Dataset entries
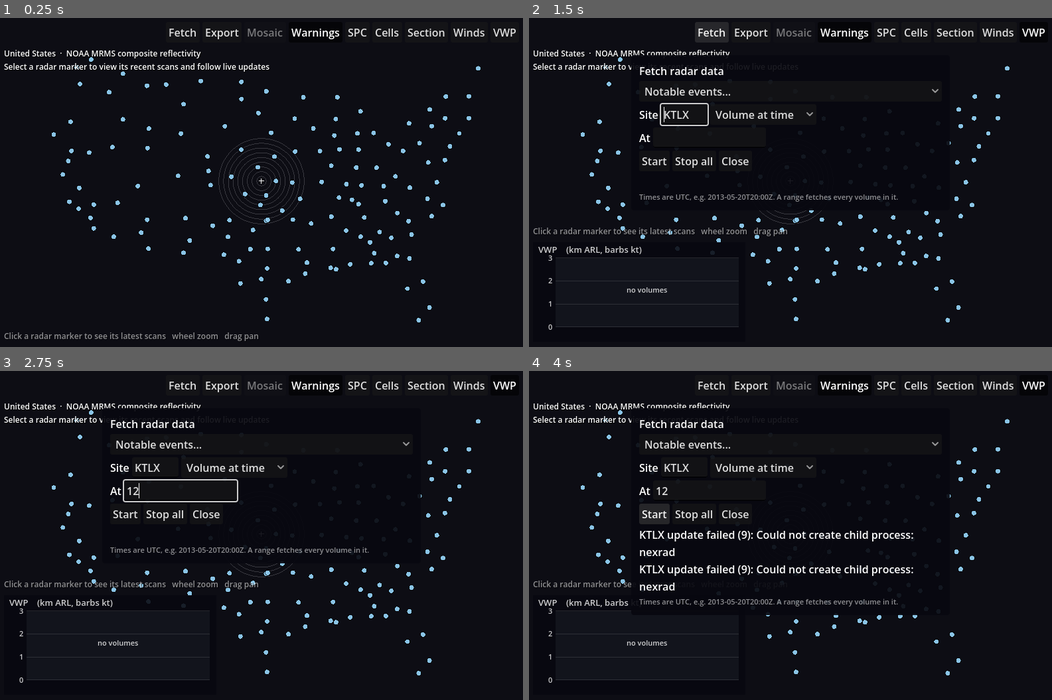
Above: before the commit, frames 1-4 (two rows, left to right).
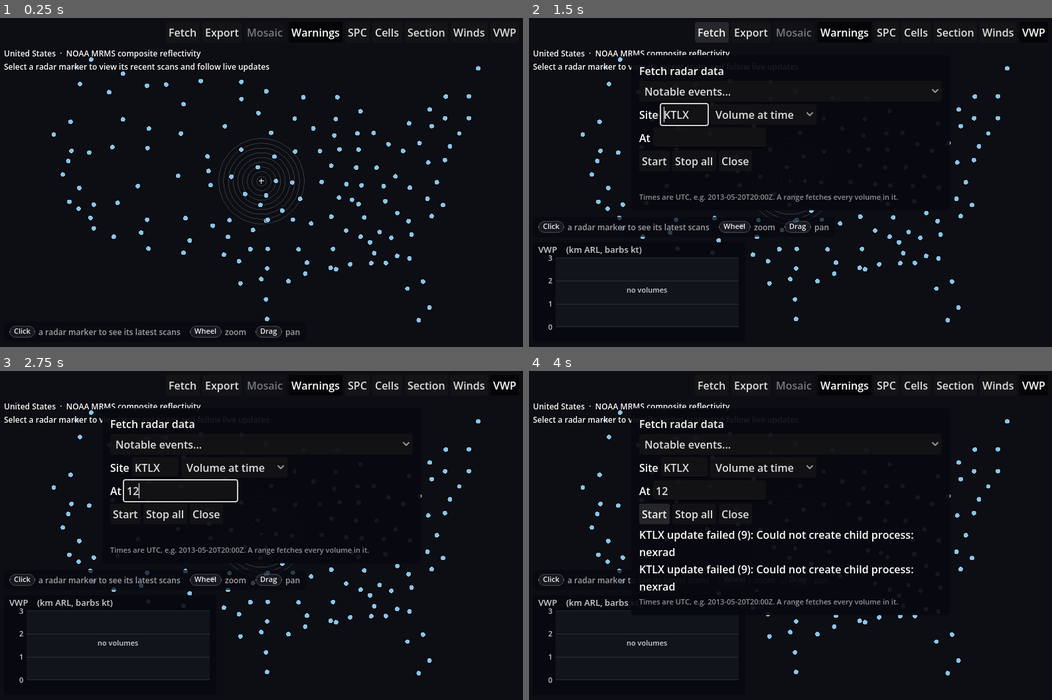
Above: after the commit, the same moments.

Repository: computerdane/droplet
Game: Godot game, scene res://scenes/main.tscn
Same seed, same stepped clock (60 frames per second), same inputs: the game is played once before the commit and once after it.
Inputs (mouse positions are in pixels of both pictures, inside the frame that each line leads up to):
- Up to frame 1 (0.25 s): no input
- Up to frame 2 (1.5 s): click "VWP" at 0.5 s; click "Fetch" at 1.25 s
- Up to frame 3 (2.75 s): click (183, 489) at 2.02 s; type "12" at 2.1 s
- Up to frame 4 (4 s): click "Start" at 2.75 s; click "Start" at 3.5 s

The runs differ from the first frame. In frame 1, 0.8% of the frame differs, in the area x 0-58%, y 93-99%; in frame 2, 0.9%, in the area x 0-58%, y 60-67%; in frame 3, 0.9%; in frame 4, 0.3%.

Commit message:
Key hint: keycaps, essentials by default, H expands to all keys
The bottom-left key hint was four rows of plain text listing every key.
It now draws keycaps (arrows as glyphs, mouse actions as pills) with
short labels on a dim panel, and shows only the essentials (play, step,
tilt, field, 2D/3D and the mouse actions for the current view). H, a
click on its "all keys" item, or keys=all expands it to the full list.

The hint moves into its own KeyHint control, drawn in code so Hud can
measure its wrapped height at any width as before. Goldens re-rendered
for the new hint; cones_mosaic now uses keys=all to cover the expanded
state.

Co-Authored-By: Claude Opus 5.5 <noreply@anthropic.com>
Claude-Session: https://claude.ai/code/session_013pUXEb8a9JUQrhsaSH9Lmc

Diff:
--- a/scripts/hud.gd
+++ b/scripts/hud.gd
@@ -8,8 +8,8 @@
 ## Layout adapts to the canvas size (main.gd keeps the UI scale >= 1, so small windows get
 ## a smaller canvas rather than tiny text), see _layout(): the top-right rows wrap when the
 ## info text leaves little room, the hodograph and cross-section panels are sized from the
-## space left and go side by side when they do not fit stacked, and the key hint wraps next
-## to them or hides when there is no room.
+## space left and go side by side when they do not fit stacked, and the key hint (KeyHint)
+## wraps next to them or hides when there is no room.
 
 signal play_toggled
 signal step_requested(delta: int)
@@ -70,7 +70,7 @@
 const NARROW_WIDTH := 720.0
 
 var info: Label
-var hint: Label
+var hint: KeyHint
 var site_option: OptionButton
 var overview_button: Button
 var view_button: Button
@@ -142,11 +142,10 @@
 	info = _label(12)
 	info.position = Vector2(12, INFO_TOP)
 	add_child(info)
-	hint = _label(12)
-	hint.modulate = Color(1, 1, 1, 0.55)
-	hint.autowrap_mode = TextServer.AUTOWRAP_WORD_SMART
+	hint = KeyHint.new()
 	hint.set_anchors_preset(Control.PRESET_BOTTOM_LEFT)
 	hint.grow_vertical = Control.GROW_DIRECTION_BEGIN
+	hint.expanded_changed.connect(_queue_layout)
 	add_child(hint)
 
 
@@ -489,7 +488,7 @@
 	# Key hint: bottom left (above the VWP), wrapped to the room left of whatever reaches
 	# down to it.
 	var hint_right := right
-	var hint_top := hint_bottom - _hint_height(right - MARGIN)
+	var hint_top := hint_bottom - hint.measure(right - MARGIN)
 	for c: Control in [_top_box, hodograph, section]:
 		if c.visible and c.get_rect().end.y > hint_top:
 			hint_right = minf(hint_right, c.position.x - GAP)
@@ -497,26 +496,15 @@
 	hint.offset_left = MARGIN
 	hint.offset_right = MARGIN + hint_w
 	hint.offset_bottom = -(view.y - hint_bottom)
-	hint.offset_top = hint.offset_bottom
+	var hint_h := hint.measure(hint_w)
+	hint.offset_top = hint.offset_bottom - hint_h
 	hint.visible = (
 		view.x >= NARROW_WIDTH
 		and hint_w >= HINT_MIN_WIDTH
-		and hint_bottom - _hint_height(hint_w) > info_bottom + GAP
+		and hint_bottom - hint_h > info_bottom + GAP
 	)
 
 	fetch_panel.custom_minimum_size.x = minf(480.0, view.x - 2 * MARGIN)
-
-
-## Height of the key hint wrapped to `width` (measured with the font: a hidden Label does not
-## re-wrap, so its minimum size would be stale).
-func _hint_height(width: float) -> float:
-	var font := hint.get_theme_font("font")
-	var font_size := hint.get_theme_font_size("font_size")
-	var flags := TextServer.BREAK_MANDATORY | TextServer.BREAK_WORD_BOUND
-	var sz := font.get_multiline_string_size(
-		hint.text, HORIZONTAL_ALIGNMENT_LEFT, width, font_size, -1, flags
-	)
-	return sz.y
 
 
 ## Width of a flow row laid out on one line.
@@ -540,14 +528,15 @@
 	info.text = text
 
 
-## Items in `text` are separated by runs of spaces; single spaces inside an item become
-## no-break spaces so wrapping only happens between items.
-func set_hint(text: String) -> void:
-	var re := RegEx.create_from_string("(?<=\\S) (?=\\S)")
-	text = re.sub(text, "\u00a0", true)
-	if hint.text != text:
-		hint.text = text
-		_queue_layout()
+## `essential` keys are shown by default, `all` when the hint is expanded (H); items are
+## [keys, label] (see KeyHint).
+func set_hint(essential: Array, all: Array = []) -> void:
+	hint.set_items(essential, all)
+	_queue_layout()
+
+
+func toggle_hint() -> void:
+	hint.set_expanded(not hint.expanded)
 
 
 func set_sites(sites: Array[String], current: String) -> void:
--- /dev/null
+++ b/scripts/key_hint.gd
@@ -0,0 +1,252 @@
+class_name KeyHint
+extends Control
+## The key hint at the bottom left: keycaps with what they do, wrapped into rows on a dim
+## panel. Shows the essential keys; H (or clicking the last item) expands it to every key.
+##
+## Items are [keys: Array[String], label: String]; a null item starts a new row (expanded
+## list only). Arrow keys are drawn as triangles; mouse actions (MOUSE) get pill-shaped caps.
+## Drawn in code rather than built from Labels so measure() can wrap it for any width,
+## visible or not (Hud._layout() sizes and hides it by that height).
+
+signal expanded_changed
+
+const MOUSE := ["Wheel", "Drag", "Left drag", "Right drag", "Hover", "Click"]
+const ARROWS := {"Left": PI, "Right": 0.0, "Up": -PI / 2.0, "Down": PI / 2.0}
+const FONT_SIZE := 12
+const CAP_FONT_SIZE := 11
+const CAP_HEIGHT := 18.0
+const CAP_PAD := 5.0
+const CAP_GAP := 3.0  # between the caps of one item
+const LABEL_GAP := 5.0  # caps to label
+const ITEM_GAP := 14.0
+const ROW_GAP := 5.0
+const PAD := Vector2(8, 6)
+const BG := Color(0.03, 0.03, 0.06, 0.72)
+const CAP_FILL := Color(1, 1, 1, 0.1)
+const CAP_EDGE := Color(1, 1, 1, 0.3)
+const CAP_TEXT := Color(1, 1, 1, 0.92)
+const LABEL_TEXT := Color(1, 1, 1, 0.62)
+const TOGGLE_TEXT := Color(0.55, 0.8, 1.0, 0.9)
+## Droplet's keys and mouse actions, see items_for().
+const HINT_ESSENTIAL := [
+	[["Space"], "play"],
+	[["Left", "Right"], "step"],
+	[["Up", "Down"], "tilt"],
+	[["1–8"], "field"],
+	[["V"], "2D/3D"],
+]
+const HINT_ALL := [
+	[["Space"], "play"],
+	[["Left", "Right"], "step"],
+	[["Shift", "Left", "Right"], "prev/next loop"],
+	[["Home", "End"], "first/last"],
+	[["[", "]"], "speed"],
+	[["L"], "live"],
+	null,
+	[["Up", "Down"], "tilt"],
+	[["1–8"], "field"],
+	[["9"], "products"],
+	[["0"], "KDP/shear/HCA"],
+	[["S"], "site"],
+	[["V"], "2D/3D"],
+	[["R"], "reset view"],
+	null,
+	[["M"], "mosaic"],
+	[["A"], "warnings"],
+	[["O"], "SPC outlook"],
+	[["C"], "cells"],
+	[["X"], "section"],
+	[["T"], "storm-relative"],
+	[["W"], "hodograph"],
+	[["P"], "VWP"],
+	[["F"], "fetch"],
+	[["E"], "export loop"],
+	null,
+]
+const HINT_2D := [[["Wheel"], "zoom"], [["Drag"], "pan"], [["Hover"], "value"]]
+const HINT_SECTION := [
+	[["Wheel"], "zoom"],
+	[["Left drag"], "section A to B"],
+	[["Right drag"], "pan"],
+	[["Hover"], "value"],
+]
+const HINT_3D := [[["Left drag"], "orbit"], [["Right drag"], "pan"], [["Wheel"], "zoom"]]
+const HINT_3D_KEYS := [
+	[["B"], "cones/volume"],
+	[["I"], "isolate tilts"],
+	[[",", "."], "threshold"],
+	[["-", "="], "volume opacity"],
+	[["PgUp", "PgDn"], "height exaggeration"],
+]
+const HINT_OVERVIEW := [
+	[["Click"], "a radar marker to see its latest scans"], [["Wheel"], "zoom"], [["Drag"], "pan"]
+]
+
+var expanded := false
+var _essential: Array = []
+var _all: Array = []
+var _placed: Array = []  # [item, position] from the last _flow() at the control's width
+var _toggle_rect := Rect2()
+var _cap_box: StyleBoxFlat
+var _pill_box: StyleBoxFlat
+var _bg_box: StyleBoxFlat
+
+
+func _init() -> void:
+	mouse_filter = Control.MOUSE_FILTER_STOP  # only over the toggle, see _has_point()
+	mouse_default_cursor_shape = Control.CURSOR_POINTING_HAND
+	_cap_box = _box(CAP_FILL, 3)
+	_cap_box.border_color = CAP_EDGE
+	_cap_box.set_border_width_all(1)
+	_cap_box.border_width_bottom = 2  # a little depth, like a key
+	_pill_box = _box(Color(1, 1, 1, 0.06), int(CAP_HEIGHT / 2.0))
+	_pill_box.border_color = Color(1, 1, 1, 0.22)
+	_pill_box.set_border_width_all(1)
+	_bg_box = _box(BG, 5)
+	resized.connect(queue_redraw)
+
+
+## [essential, all] items for the current mode.
+static func items_for(overview: bool, view_3d: bool, section_on: bool) -> Array:
+	if overview:
+		return [HINT_OVERVIEW, []]
+	if view_3d:
+		return [HINT_ESSENTIAL + HINT_3D, HINT_ALL + HINT_3D + [null] + HINT_3D_KEYS]
+	var mouse: Array = HINT_SECTION if section_on else HINT_2D
+	return [HINT_ESSENTIAL + mouse, HINT_ALL + mouse]
+
+
+## `essential` is shown collapsed; `all` expanded (empty: nothing more, no toggle).
+func set_items(essential: Array, all: Array) -> void:
+	if essential == _essential and all == _all:
+		return
+	_essential = essential
+	_all = all
+	queue_redraw()
+
+
+func set_expanded(on: bool) -> void:
+	if expanded != on and not _all.is_empty():
+		expanded = on
+		queue_redraw()
+		expanded_changed.emit()
+
+
+## Height of the hint wrapped to `width`, panel padding included.
+func measure(width: float) -> float:
+	return _flow(width)[1]
+
+
+func _items() -> Array:
+	var items: Array = (_all if expanded else _essential).duplicate()
+	if not _all.is_empty():
+		items.append([["H"], "fewer keys" if expanded else "all keys"])
+	return items
+
+
+## Wraps the items to `width`: returns [[item, position]...], height, and the panel width
+## (the widest row).
+func _flow(width: float) -> Array:
+	var placed: Array = []
+	var inner := width - 2.0 * PAD.x
+	var x := 0.0
+	var y := 0.0
+	var widest := 0.0
+	for item: Variant in _items():
+		if item == null:
+			if x > 0.0:
+				x = 0.0
+				y += CAP_HEIGHT + ROW_GAP
+			continue
+		var w := _item_width(item)
+		if x > 0.0 and x + ITEM_GAP + w > inner:
+			x = 0.0
+			y += CAP_HEIGHT + ROW_GAP
+		if x > 0.0:
+			x += ITEM_GAP
+		placed.append([item, PAD + Vector2(x, y)])
+		x += w
+		widest = maxf(widest, x)
+	var h := y + CAP_HEIGHT + 2.0 * PAD.y if not placed.is_empty() else 0.0
+	return [placed, h, widest + 2.0 * PAD.x]
+
+
+func _item_width(item: Array) -> float:
+	var w := 0.0
+	for k: String in item[0]:
+		w += _cap_width(k) + CAP_GAP
+	return w - CAP_GAP + LABEL_GAP + _font().get_string_size(item[1], 0, -1, FONT_SIZE).x
+
+
+func _cap_width(key: String) -> float:
+	if ARROWS.has(key):
+		return CAP_HEIGHT
+	var text_w := _font().get_string_size(key, 0, -1, CAP_FONT_SIZE).x
+	var pad := CAP_PAD + (2.0 if key in MOUSE else 0.0)
+	return maxf(CAP_HEIGHT, text_w + 2.0 * pad)
+
+
+func _draw() -> void:
+	var flow := _flow(size.x)
+	_placed = flow[0]
+	_toggle_rect = Rect2()
+	if _placed.is_empty():
+		return
+	# Anchored at the bottom: the panel's top is where the wrapped rows end.
+	var top := size.y - float(flow[1])
+	draw_style_box(_bg_box, Rect2(0, top, flow[2], flow[1]))
+	var font := _font()
+	var toggle: Variant = _items()[-1] if not _all.is_empty() else null
+	for p: Array in _placed:
+		var item: Array = p[0]
+		var pos: Vector2 = p[1] + Vector2(0, top)
+		var x := pos.x
+		for k: String in item[0]:
+			var w := _cap_width(k)
+			_draw_cap(k, Rect2(x, pos.y, w, CAP_HEIGHT))
+			x += w + CAP_GAP
+		x += LABEL_GAP - CAP_GAP
+		var baseline := pos.y + (CAP_HEIGHT + font.get_ascent(FONT_SIZE)) / 2.0 - 1.0
+		var colour := TOGGLE_TEXT if item == toggle else LABEL_TEXT
+		draw_string(font, Vector2(x, baseline), item[1], 0, -1, FONT_SIZE, colour)
+		if item == toggle:
+			_toggle_rect = Rect2(pos, Vector2(_item_width(item), CAP_HEIGHT)).grow(3)
+
+
+func _draw_cap(key: String, r: Rect2) -> void:
+	draw_style_box(_pill_box if key in MOUSE else _cap_box, r)
+	var c := r.get_center() - Vector2(0, 0.5)  # the thicker bottom edge
+	if ARROWS.has(key):
+		var a: float = ARROWS[key]
+		var pts := PackedVector2Array()
+		for p in [Vector2(3.5, 0), Vector2(-2.5, -3.5), Vector2(-2.5, 3.5)]:
+			pts.append(c + p.rotated(a))
+		draw_colored_polygon(pts, CAP_TEXT)
+		return
+	var font := _font()
+	var w := font.get_string_size(key, 0, -1, CAP_FONT_SIZE).x
+	var baseline := c.y + (font.get_ascent(CAP_FONT_SIZE) - font.get_descent(CAP_FONT_SIZE)) / 2.0
+	draw_string(font, Vector2(c.x - w / 2.0, baseline), key, 0, -1, CAP_FONT_SIZE, CAP_TEXT)
+
+
+func _has_point(point: Vector2) -> bool:
+	return _toggle_rect.has_point(point)
+
+
+func _gui_input(event: InputEvent) -> void:
+	var b := event as InputEventMouseButton
+	if b != null and b.pressed and b.button_index == MOUSE_BUTTON_LEFT:
+		set_expanded(not expanded)
+		accept_event()
+
+
+func _font() -> Font:
+	return get_theme_font("font", "Label")
+
+
+func _box(colour: Color, radius: int) -> StyleBoxFlat:
+	var s := StyleBoxFlat.new()
+	s.bg_color = colour
+	s.set_corner_radius_all(radius)
+	s.anti_aliasing = true
+	return s
--- a/scripts/main.gd
+++ b/scripts/main.gd
@@ -17,7 +17,7 @@
 ## basemap=0 (no basemap; or basemap=<dir>) volumes=res://tests/fixtures/volumes (DirSource
 ## root; default res://data/volumes) fetch=latest|live|2013-05-20T20:00Z|<from>/<to> (start a
 ## fetch job for site=, default KTLX; see AppOptions) event=moore2013 (a notable event's
-## loop, see Events)
+## loop, see Events) keys=all (the key hint expanded, as H does)
 ##
 ## On web the options come from the page's query string instead (?site=KTLX&time=...).
 ## With no explicit site, time or fetch the app opens on NOAA's live US composite;
@@ -46,19 +46,6 @@
 	KEY_7: "CFP",
 	KEY_8: "DVEL",
 }
-const HINT_COMMON := (
-	"Space play   Left/Right step   Shift+Left/Right prev/next loop   Home/End first/last\n"
-	+ "[ ] speed   L live   Up/Down tilt   1-8 field   9 products   0 KDP/shear/HCA   S site\n"
-	+ "M mosaic   V 2D/3D   R reset view   X section   F fetch   T storm-relative   W hodograph\n"
-	+ "P VWP   A warnings   O SPC outlook   C cells   E export loop   "
-)
-const HINT_2D := "wheel zoom   drag pan   hover: value"
-const HINT_SECTION := "wheel zoom   left drag: section A to B   right drag pan   hover: value"
-const HINT_3D := (
-	"left drag orbit   right drag pan   wheel zoom   B cones/volume   I isolate tilts   "
-	+ ", . threshold   - = volume opacity   PgUp/PgDn height exaggeration"
-)
-
 var library := RadarLibrary.new()
 var fetcher := Fetcher.new()
 var overlays := Overlays.new()  # warnings and storm cells over the 2D view
@@ -173,6 +160,7 @@
 	overlays.setup(hud, opts)
 	winds_shown = opts.get("winds", "0") == "1"
 	vwp_shown = opts.get("vwp", "0") == "1"
+	hud.hint.expanded = opts.get("keys", "") == "all"
 	if opts.get("hover", "") == "0":
 		_hover_off = true
 	elif opts.has("hover"):
@@ -375,11 +363,8 @@
 
 
 func _update_hint() -> void:
-	if overview:
-		hud.set_hint("Click a radar marker to see its latest scans   wheel zoom   drag pan")
-		return
-	var extra := HINT_3D if view_is_3d else (HINT_SECTION if section_on else HINT_2D)
-	hud.set_hint(HINT_COMMON + extra)
+	var items := KeyHint.items_for(overview, view_is_3d, section_on)
+	hud.set_hint(items[0], items[1])
 
 
 func _set_section_on(on: bool) -> void:
@@ -1061,6 +1046,8 @@
 			_toggle_vwp()
 		KEY_F:
 			_toggle_fetch_panel()
+		KEY_H:
+			hud.toggle_hint()
 		KEY_B:
 			view_3d.volume_render = not view_3d.volume_render
 			_refresh()
--- /dev/null
+++ b/tests/unit/test_key_hint.gd
@@ -0,0 +1,33 @@
+extends "res://tests/test_case.gd"
+## The key hint's items, expansion and wrapping (KeyHint).
+
+
+func test_collapsed_by_default() -> void:
+	var h := KeyHint.new()
+	var items := KeyHint.items_for(false, false, false)
+	h.set_items(items[0], items[1])
+	var collapsed := h.measure(2000.0)
+	check(collapsed > 0.0, "shows something")
+	check(not h.expanded, "collapsed")
+	h.set_expanded(true)
+	check(h.expanded, "expands")
+	check(h.measure(2000.0) > collapsed, "expanded rows are taller")
+	check(h.measure(400.0) > h.measure(2000.0), "narrower wraps into more rows")
+	h.free()
+
+
+func test_every_key_listed_when_expanded() -> void:
+	for mode: Array in [[false, false], [true, false], [false, true]]:
+		var items := KeyHint.items_for(false, mode[0], mode[1])
+		for item: Variant in items[0]:
+			check(item in items[1], "%s in the expanded list (3d=%s)" % [item, mode[0]])
+
+
+func test_overview_has_no_toggle() -> void:
+	var h := KeyHint.new()
+	var items := KeyHint.items_for(true, false, false)
+	check(items[1].is_empty(), "nothing more in the overview")
+	h.set_items(items[0], items[1])
+	h.set_expanded(true)
+	check(not h.expanded, "cannot expand with nothing more")
+	h.free()
Not shown, added: scripts/key_hint.gd.uid
Binary file changed: tests/golden/azshr.png
Binary file changed: tests/golden/cones_mosaic.png
Binary file changed: tests/golden/cones_section.png
Binary file changed: tests/golden/cref_mosaic.png
Binary file changed: tests/golden/echo_tops.png
Binary file changed: tests/golden/hca_section.png
Binary file changed: tests/golden/hodograph_hover.png
Binary file changed: tests/golden/ppi_dvel_srm_mosaic.png
Binary file changed: tests/golden/ppi_ref.png
Binary file changed: tests/golden/rotation_tracks.png
Binary file changed: tests/golden/section_mosaic.png
(and 6 more such lines)

## [Work request]
Copy the lines exactly as they appear from the opening of the entries above through the line with "Game: Godot game, scene", excluding all pictures.

## [Reply]
Above: before the commit, frames 1-4 (two rows, left to right).
Above: after the commit, the same moments.

Repository: computerdane/droplet
Game: Godot game, scene res://scenes/main.tscn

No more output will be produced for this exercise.